After yet more crazy weather, I find I’m having a hard time with the logic of it. My mind wants to believe that it’s fall now. After all, I’ve been spending a lot of time getting the kids ready for school, and it’s been so rainy! But no, my mind says it’s still summer. Still need to do farm work, weeding, planting, picking. We still have a lot of farming time left, really. But as Della gets ready to get on the school bus for the first time and head for Kindergarten, and Cosmo heads to Preschool I want to move back into mothering work—cooking, cleaning, knitting, and planning for next year.

Now that the rain has stopped again, we have a window of opportunity.
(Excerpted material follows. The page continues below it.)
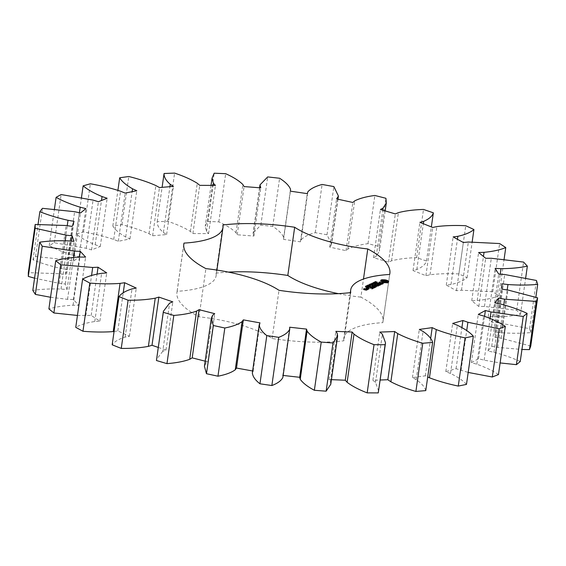 <?xml version="1.0" encoding="UTF-8"?>
<svg xmlns="http://www.w3.org/2000/svg" width="566" height="566" viewBox="0 0 566 566"><rect width="100%" height="100%" fill="white"/><g stroke="black" fill="none" stroke-linecap="round" stroke-linejoin="round"><path stroke-width="0.42" stroke-dasharray="2.83 2.12" d="M158.254 347.432L165.972 350.085L162.739 351.309L169.602 303.114M162.739 351.309L156.534 359.481M205.168 361.172L207.871 361.865L205.833 363.422L204.432 366.301M252.634 370.985L253.144 371.077L252.33 373.114M289.742 329.157L282.88 377.352L282.802 375.407L283.156 375.449M330.77 384.279L330.381 381.611L328.988 379.553L331.428 379.652M378.668 391.099L375.52 382.383L372.888 380.302L380.246 380.019M425.773 390.604C424.783 386.995 421.592 383.338 416.194 379.63L412.444 377.628L425.335 375.824L427.719 376.956M466.483 384.399C463.151 380.635 457.823 376.998 450.501 373.475L445.803 371.643L456.047 368.707L468.188 372.428M498.462 374.565C492.944 370.829 485.734 367.376 476.834 364.214L471.407 362.636L478.525 358.702L484.149 360.174L500.118 362.933M520.232 361.575C512.782 358.037 504.023 354.939 493.955 352.278L488.062 351.026L491.72 346.279L497.719 347.397L521.958 349.463M530.767 346.031L501.08 338.22L494.981 337.357L495.009 332.023L501.108 332.73C511.876 333.473 521.788 333.424 530.844 332.575L529.571 328.662L497.861 322.705L491.854 322.273L488.253 316.585L494.153 316.861C504.235 316.797 513.015 315.955 520.494 314.342L516.708 310.281L484.454 306.454L478.815 306.468L471.747 300.709L477.188 300.532C486.109 299.662 493.347 298.077 498.901 295.763L492.774 291.745L461.481 290.224L456.479 290.691L446.284 285.115L450.996 284.5C458.347 282.873 463.703 280.609 467.077 277.708L458.892 273.916C448.187 273.413 438.565 273.703 430.026 274.779L425.894 275.67L413.038 270.555L416.809 269.522C422.236 267.202 425.469 264.372 426.495 261.025L416.64 257.636C406.784 257.954 398.422 259.023 391.559 260.841L388.481 262.115L373.567 257.686L376.22 256.292L379.461 251.063L379.064 246.486L367.999 243.663C359.445 244.781 352.731 246.578 347.871 249.061L345.996 250.66L329.73 247.13L331.563 244.243L327.007 234.777L315.241 232.654C308.392 234.515 303.645 236.963 301.006 239.984L300.426 241.831L283.559 239.368L283.658 237.451C282.222 233.829 278.585 230.164 272.741 226.442L260.834 225.112L253.122 233.079L253.893 236.057L237.218 234.77L236.008 232.725C232.265 228.982 226.541 225.367 218.823 221.879L207.326 221.405L205.225 226.266L206.562 231.515L208.585 233.595L192.886 233.546L190.417 231.466C184.544 227.787 176.995 224.391 167.755 221.292L157.207 221.695C157.008 225.169 159.067 228.77 163.404 232.513L166.616 234.565L152.615 235.76L149.007 233.737C141.288 230.291 132.267 227.277 121.938 224.709L112.839 225.975C115.011 229.683 119.299 233.355 125.694 236.991L129.947 238.923L118.308 241.3L113.724 239.439C104.512 236.376 94.437 233.892 83.513 231.975L76.276 234.041C80.733 237.812 87.037 241.378 95.194 244.745L100.288 246.458L91.558 249.91L86.216 248.29L54.272 242.743L49.242 245.524C55.765 249.181 63.795 252.471 73.339 255.4L79.035 256.822L73.615 261.188L67.764 259.893L35.58 256.518L32.998 259.872C41.283 263.247 50.671 266.112 61.142 268.475L67.177 269.536L65.323 274.609L59.239 273.696L28.321 272.656M34.568 278.175L59.182 283.347L65.267 284.005L67.064 289.544L61.029 289.049C50.544 288.71 41.141 289.155 32.828 290.393M50.551 297.263L67.545 299.329L73.403 299.541L78.766 305.293L73.064 305.244C63.505 305.718 55.447 306.935 48.888 308.909M77.45 315.446L91.19 315.425L99.871 321.12L94.77 321.523C86.584 322.776 80.245 324.714 75.759 327.332M114.077 331.464L117.806 330.912L129.402 336.289L125.136 337.117C118.711 339.105 114.389 341.666 112.174 344.807M350.312 292.643L343.831 338.206A80.301 24.946 8.1 0 1 382.8 322.655A104.066 32.333 8.1 0 0 382.998 321.637A104.066 32.333 8.1 0 0 360.91 297.143L363.485 279.038M343.831 338.206A80.301 24.946 8.1 0 0 343.887 340.782L350.743 292.587M216.927 270.067L216.12 275.748A80.301 24.946 8.1 0 1 177.144 291.299A104.066 32.333 8.1 0 0 176.946 292.311A104.066 32.333 8.1 0 0 199.034 316.804A80.301 24.946 8.1 0 1 272.133 338.503A104.066 32.333 8.1 0 0 343.887 340.782M216.12 275.748A80.301 24.946 8.1 0 0 216.063 273.173L222.919 224.978M228.402 272.105A104.066 32.333 8.1 0 0 216.063 273.173M338.404 293.655A80.301 24.946 8.1 0 0 360.91 297.143M165.972 350.085L172.835 301.89M207.871 361.865L214.733 313.67M205.833 363.422L212.689 315.227M125.136 337.117L131.991 288.929M129.402 336.289L136.264 288.094M117.806 330.912L123.225 292.827M253.144 371.077L260.006 322.882M252.386 372.895L259.242 324.7M94.77 321.523L101.625 273.328M99.871 321.12L106.733 272.925M282.802 375.407L289.658 327.212M91.19 315.425L97.076 274.05M85.841 315.665L91.558 275.479M73.064 305.244L79.919 257.056M330.381 381.611L337.237 333.416M78.766 305.293L85.622 257.098M328.988 379.553L335.85 331.358M73.403 299.541L79.445 257.056M67.545 299.329L73.509 257.438M61.029 289.049L67.892 240.854M375.52 382.383L382.383 334.188M67.064 289.544L73.927 241.349M372.888 380.302L379.751 332.108M65.267 284.005L71.366 241.144M59.182 283.347L65.246 240.734M59.239 273.696L66.095 225.501M416.194 379.63L423.057 331.435M65.323 274.609L72.179 226.414M412.444 377.628L419.3 329.433M67.177 269.536L74.033 221.341M425.335 375.824L430.641 338.539M61.142 268.475L67.241 225.671M32.998 259.872L38.049 224.384M35.58 256.518L42.443 208.323M67.764 259.893L74.62 211.698M450.501 373.475L457.356 325.28M73.615 261.188L80.471 213M445.803 371.643L452.659 323.448M79.035 256.822L85.898 208.635M456.047 368.707L461.906 327.53M73.339 255.4L79.41 212.759M461.035 370.461L466.717 330.572M49.242 245.524L54.428 209.095M54.272 242.743L61.128 194.548M86.216 248.29L93.072 200.102M476.834 364.214L483.689 316.019M91.558 249.91L98.413 201.715M471.407 362.636L478.263 314.441M100.288 246.458L107.151 198.263M478.525 358.702L484.56 316.295M95.194 244.745L101.491 200.498M484.149 360.174L490.099 318.396M76.276 234.041L81.469 197.541M83.513 231.975L90.369 183.78M113.724 239.439L120.579 191.244M493.955 352.278L500.818 304.084M118.308 241.3L125.164 193.105M488.062 351.026L494.917 302.838M129.947 238.923L136.802 190.728M491.72 346.279L497.818 303.447M125.694 236.991L132.14 191.676M497.719 347.397L503.775 304.826M112.839 225.975L117.912 190.317M121.938 224.709L128.8 176.514M149.007 233.737L155.869 185.549M501.08 338.22L507.935 290.025M152.615 235.76L159.478 187.565M494.981 337.357L501.844 289.169M166.616 234.565L173.472 186.37M495.009 332.023L501.872 283.828M163.404 232.513L169.927 186.674M501.108 332.73L507.2 289.926M157.207 221.695L162.102 187.339M530.844 332.575L535.868 297.256M167.755 221.292L174.611 173.097M529.571 328.662L536.434 280.467M190.417 231.466L197.272 183.271M497.861 322.705L504.716 274.51M192.886 233.546L199.741 185.351M491.854 322.273L498.71 274.078M208.585 233.595L215.448 185.4M488.253 316.585L495.108 268.397M206.562 231.515L213.127 185.393M494.153 316.861L500.224 274.185M207.326 221.405L214.181 173.21M520.494 314.342L525.673 277.977M218.823 221.879L225.678 173.684M516.708 310.281L523.564 262.086M236.008 232.725L242.871 184.53M484.454 306.454L491.309 258.259M237.218 234.77L244.08 186.575M478.815 306.468L485.678 258.273M253.893 236.057L260.756 187.862M471.747 300.709L478.61 252.514M253.158 234.048L259.737 187.785M477.188 300.532L483.456 256.462M260.834 225.112L267.697 176.917M498.901 295.763L504.101 259.235M272.741 226.442L279.604 178.255M492.774 291.745L499.629 243.55M283.658 237.451L290.521 189.256M461.481 290.224L468.344 242.029M283.559 239.368L290.415 191.174M456.479 290.691L463.342 242.496M300.426 241.831L307.281 193.636M446.284 285.115L453.14 236.928M301.006 239.984L307.862 191.796M450.996 284.5L457.434 239.269M315.241 232.654L322.104 184.459M467.077 277.708L472.171 241.894M327.007 234.777L333.862 186.582M458.892 273.916L465.747 225.721M331.138 245.432L337.718 199.182M430.026 274.779L436.888 226.584M329.73 247.13L336.586 198.935M425.894 275.67L432.749 227.475M345.996 250.66L352.859 202.465M413.038 270.555L419.894 222.36M347.871 249.061L354.726 200.866M416.809 269.522L423.326 223.726M367.999 243.663L374.855 195.468M426.495 261.025L431.349 226.916M379.064 246.486L385.927 198.291M416.64 257.636L423.495 209.441M376.22 256.292L382.786 210.191M391.559 260.841L398.414 212.646M373.567 257.686L380.43 209.498M388.481 262.115L395.337 213.92M382.8 322.655L389.663 274.46M177.144 291.299L183.709 245.149M199.034 316.804L205.897 268.617M272.133 338.503L278.996 290.308M388.7 281.705L388.587 282.476L388.007 282.179M388.545 281.91L388.587 282.476M388.269 282.087L388.439 282.682M387.866 282.229L387.76 283L388.163 282.858M387.738 280.587L387.625 281.359M387.349 282.335L387.243 283.106L387.76 283M386.366 282.186L386.373 282.965L387.243 283.106M385.644 282.13L385.531 282.901L386.373 282.965M386.302 280.877L382.8 280.644M384.866 282.144L384.753 282.915L385.531 282.901M384.194 282.236L384.088 283.007L384.753 282.915M383.479 282.094L383.366 282.866L384.088 283.007M382.807 281.918L382.701 282.689L383.366 282.866M382.199 281.712L382.085 282.484L382.701 282.689M381.668 281.486L381.555 282.257L382.085 282.484M381.717 281.507L381.555 282.257M381.286 280.665L380.593 281.132L381.647 281.995M381.618 280.934L381.505 281.705M380.826 280.425L380.748 280.927M381.265 280.644L381.151 281.415M380.706 280.361L380.593 281.132M375.654 282.837L375.01 282.611L375.626 282.307L375.392 282.703L377.105 282.83L375.654 282.837L375.76 282.066M376.418 281.953L376.312 282.724M375.117 281.84L374.996 282.554M375.725 281.649L375.626 282.307M376.772 283.064L376.949 282.278M376.036 281.627L375.93 282.399L376.029 281.627M376.369 282.257L376.263 283.021L376.362 282.257M375.35 282.356L375.322 281.974M377.204 282.151L376.991 282.993L377.105 282.222M375.499 283.446L374.451 282.774L376.376 283.248L375.753 283.453L375.605 282.675L375.513 283.354L376.043 283.248L375.513 283.354M375.003 282.448L374.89 283.219L374.975 282.377M376.489 282.476L376.376 283.248M374.671 282.038L374.579 282.717M375.343 281.811L375.124 282.972M374.558 282.002L374.451 282.774M374.961 283.191L374.855 283.962L373.051 283.425L375.272 283.616L373.786 283.085L375.583 283.623L373.503 283.467L374.855 283.962M373.164 282.653L373.051 283.425M375.081 283.134L374.975 283.906M373.305 282.696L373.213 283.354M373.595 282.781L373.503 283.467M375.371 282.922L375.272 283.616M375.499 282.943L375.385 283.715M373.772 282.37L373.666 283.142M375.697 282.851L375.583 283.623M373.878 282.399L373.786 283.085M373.433 283.212L373.107 283.92L373.723 283.799L373.327 283.983M373.213 283.149L373.107 283.92M373.836 283.028L373.723 283.799M373.595 283.142L373.51 283.729M372.414 283.693L372.308 284.465L371.529 284.238L373.709 284.33L373.072 284.691L373.461 284.33L372.386 284.012L371.777 284.21L372.308 284.465M371.643 283.467L371.529 284.238M372.803 283.516L372.69 284.288M372.562 283.623L372.478 284.224M372.315 283.665L372.223 284.344M371.876 283.531L371.777 284.21M373.786 283.75L373.588 284.578L373.694 283.807M373.383 284.641L373.574 283.559M372.902 283.835L372.796 284.606M372.909 283.842L372.803 284.606M383.274 283.198L379.892 283.538L379.27 283.113L380.196 282.703L379.27 283.113M382.163 282.632L382.085 283.184M383.387 283.142L383.224 283.524M379.984 282.936L379.892 283.538M382.864 283.389L382.757 284.16L383.274 283.913M379.383 282.759L379.298 283.361M381.965 283.446L381.852 284.217L382.757 284.16M381.625 283.382L381.852 284.217M379.779 282.151L379.673 282.922M381.689 283.389L381.519 284.153M380.564 282.101L380.458 282.873M382.46 283.417L382.375 283.998L381.59 284.054M380.642 282.002L380.536 282.774M382.835 283.389L382.375 283.998M380.274 282.123L380.196 282.703M382.864 282.788L382.779 283.814M379.312 282.738L378.81 283.396L379.97 283.736L382.75 283.559M382.269 282.618L382.156 283.389M378.88 282.243L378.767 283.014M380.076 282.965L379.97 283.736M378.923 282.625L378.81 283.396M381.534 284.012L380.89 284.691L377.281 283.707L380.656 284.804L380.182 285.193L381.47 284.422M380.953 284.281L380.89 284.691M381.894 283.842L381.809 284.436M377.713 283.12L377.621 283.722M382.022 283.778L381.909 284.549M377.388 282.943L377.281 283.707M380.635 284.429L380.522 285.2M377.501 283.064L377.395 283.835M380.295 284.422L380.182 285.193M380.72 284.387L380.656 284.804M380.196 284.295L380.09 285.066M380.09 284.684L379.977 285.455L376.369 284.295L374.89 284.825L376.362 284.472L377.678 284.861L376.963 285.356L378.116 284.988L379.425 285.377L378.477 285.986L379.977 285.455M379.956 284.74L379.871 285.335M378.93 285.222L378.817 285.993M378.59 285.214L378.477 285.986M376.107 283.863L376.043 284.288M378.491 285.094L378.385 285.865M374.996 284.054L374.89 284.825M379.482 284.967L379.425 285.377M375.088 284.174L374.982 284.946M378.222 284.217L378.116 284.988M375.428 284.182L375.315 284.953M377.416 284.592L377.303 285.363M377.076 284.585L376.963 285.356M377.734 284.443L377.678 284.861M376.977 284.465L376.871 285.236M372.095 284.521L371.862 285.356L370.313 284.705L373.044 284.804L370.673 284.755L371.989 285.292M371.968 284.585L371.862 285.356M370.772 284.082L370.673 284.755M370.419 283.934L370.313 284.705M372.499 284.337L372.386 285.108M370.546 283.983L370.454 284.634M372.626 284.281L372.513 285.052M372.251 284.288L372.152 284.988M371.317 283.828L371.218 284.514M370.963 283.679L370.85 284.45M373.022 284.09L372.916 284.861M371.084 283.729L370.992 284.387M373.157 284.033L373.044 284.804M371.048 285.009L370.935 285.78L369.138 285.25L370.15 285.448L370.624 285.229L369.874 284.91L371.671 285.441L370.836 285.292L370.362 285.512L370.935 285.78M369.244 284.479L369.138 285.25M371.176 284.953L371.07 285.724M369.365 284.514L369.265 285.186M370.454 284.84L370.362 285.512M370.242 284.776L370.15 285.448M370.949 284.521L370.836 285.292M370.709 284.627L370.624 285.229M371.657 284.733L371.544 285.505M369.853 284.196L369.747 284.967M371.784 284.67L371.671 285.441M369.966 284.231L369.874 284.91M369.513 285.038L369.188 285.745L369.81 285.625L369.407 285.809M369.301 284.974L369.188 285.745M369.916 284.854L369.81 285.625M369.676 284.967L369.591 285.554M369.343 286.375L367.95 285.773L369.824 286.332L369.343 286.375L369.449 285.604M369.931 285.561L369.824 286.332L369.938 285.561M367.928 285.957L368.034 285.186L367.928 285.957M368.501 286.771L367.115 286.163L368.99 286.721L368.501 286.771L368.615 286M369.011 286.538L369.096 285.95L369.011 286.538M367.093 286.346L367.2 285.575L367.093 286.346M367.426 287.125L366.28 286.608L367.999 287.153L367.426 287.125L367.539 286.354M366.457 285.971L366.28 286.608L366.393 285.844M368.317 286.304L368.162 287.103L368.275 286.332M366.648 285.83L366.556 286.446M366.895 285.738L366.789 286.509M366.895 285.745L366.782 286.516M366.987 286.212L366.888 286.884L366.994 286.212M366.237 287.323L365.374 287.103L365.862 286.835L365.841 287.21L367.483 287.337L366.237 287.323L366.351 286.552M366.457 286.53L366.351 287.302M366.464 286.615L366.372 287.408L366.485 286.637M365.487 286.332L365.374 287.103L365.466 286.29M365.961 286.17L365.862 286.835M366.23 286.134L366.117 286.905M367.483 287.337L367.546 286.644M366.216 286.141L366.11 286.912M365.615 287.04L365.707 286.46L365.615 287.04M367.037 286.792L366.938 287.478M366.259 286.559L366.16 287.252M366.754 286.46L366.648 287.231M366.513 286.665L366.443 287.174M376.284 286.29L376.178 287.061L376.616 286.297L376.503 286.99L374.925 285.964L374.996 285.469M378.06 285.54L377.947 286.311L374.925 285.964M377.947 286.311L374.232 285.13L377.027 286.049L374.282 285.773L375.612 286.714L372.69 286.021L376.178 287.061M378.265 285.526L378.159 286.297M372.796 285.25L372.69 286.021M378.152 285.533L378.06 286.177M372.683 285.13L372.577 285.901M374.664 284.542L374.572 285.144M373.008 285.314L372.916 285.915M374.338 284.358L374.232 285.13M375.697 286.113L375.612 286.714M374.451 284.479L374.345 285.25M374.395 285.08L374.282 285.851M377.112 285.434L377.027 286.049M374.388 285.002L374.282 285.773M374.572 285.2L374.494 285.759M374.749 287.167L374.635 287.938L375.697 287.28L371.862 286.233L373.496 286.806L372.789 287.309L373.928 286.934L375.244 287.323L374.204 287.811L374.635 287.938M375.909 286.629L375.796 287.401M374.409 287.16L374.296 287.931M375.774 286.686L375.697 287.28M374.31 287.04L374.204 287.811M372.294 285.646L372.209 286.247M375.3 286.912L375.244 287.323M371.975 285.462L371.862 286.233M374.041 286.163L373.928 286.934M372.081 285.582L371.975 286.354M373.235 286.545L373.128 287.316M373.553 286.396L373.496 286.806M372.895 286.538L372.789 287.309M372.796 286.41L372.69 287.181M374.147 287.45L374.041 288.221L370.107 287.054L374.041 288.221M374.02 287.443L373.928 288.101M373.801 287.436L373.694 288.207M370.539 286.467L370.447 287.068M370.327 286.403L370.221 287.174M370.214 286.283L370.107 287.054M372.258 288.327L372.145 289.099L373.199 288.441L369.697 287.401L368.218 287.931L369.69 287.578L371.006 287.967L370.291 288.469L371.445 288.094L372.753 288.483L371.713 288.971L372.145 289.099M373.418 287.79L373.305 288.561M371.919 288.32L371.805 289.092M373.284 287.846L373.199 288.441M371.82 288.2L371.713 288.971M369.782 286.813L369.697 287.401M372.81 288.073L372.753 288.483M369.435 286.976L369.372 287.394M371.551 287.323L371.445 288.094M368.325 287.16L368.218 287.931M370.744 287.705L370.631 288.476M368.416 287.28L368.31 288.052M370.405 287.698L370.291 288.469M368.756 287.287L368.643 288.059M370.305 287.57L370.199 288.342M369.796 286.806L369.69 287.578M371.063 287.556L371.006 287.967M368.409 287.684L368.303 288.455L367.546 288.335L368.303 288.455M368.162 287.712L368.056 288.483M368.431 287.585L368.325 288.356M367.85 287.662L367.737 288.434M368.211 287.705L368.133 288.25M367.893 287.67L367.815 288.207M366.435 288.207L366.322 288.978L368.084 289.502L369.096 289.191L367.235 288.554L366.322 288.978M368.098 289.325L366.775 288.936L368.098 289.325L368.183 288.724L368.084 289.502M366.336 288.087L366.223 288.858M368.523 288.738L368.409 289.509M366.973 288.122L366.91 288.54M369.209 288.419L369.096 289.191M369.082 288.476L368.997 289.077M368.084 288.943L367.971 289.714L365.785 289.063L366.768 289.445L366.69 289.941L367.971 289.714M367.971 288.943L367.879 289.601M367.751 288.936L367.645 289.707M366.202 288.476L366.117 289.077M367.405 289.205L367.348 289.615M365.898 288.292L365.785 289.063M367.659 289.141L367.553 289.912M365.99 288.412L365.884 289.184M367.504 289.212L367.391 289.983M366.874 288.674L366.768 289.445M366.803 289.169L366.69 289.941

The weeds will grow quicker than in a dry summer, but this is perfect growing weather for all the greens and winter crops. Warm, but not hot, and perfectly moist. There is no way we can irrigate to this point of moisture, we just don’t have the water, or the irrigation equipment. So, it’s a blessing and a curse. It won’t be long until we get our first frost, and those greens sweeten up, potatoes and winter squash are ready for harvest, and we’re all eating apples instead of peaches and blackberries.

This week is the mid-point of our summer season. In ten weeks it will be almost November, and time to head into our winter season. We’ve had so many people asking about our Winter Program already, and I’m not prepared. We haven’t even decided how many winter shares we can handle this year. After last year’s rediculous freezing winter, we are a little gun-shy about jumping into a big commitment again. Maybe 50 will be enough, plus the commitment-free winter farmers markets, where we can go if we have anything, but we’re not locked in. Maybe we can handle 100 families again. We’ll just have to see how we feel in a few weeks. In the mean time, let us know if you’re interested in joining us for winter, because summer subscribers get to secure their spots first.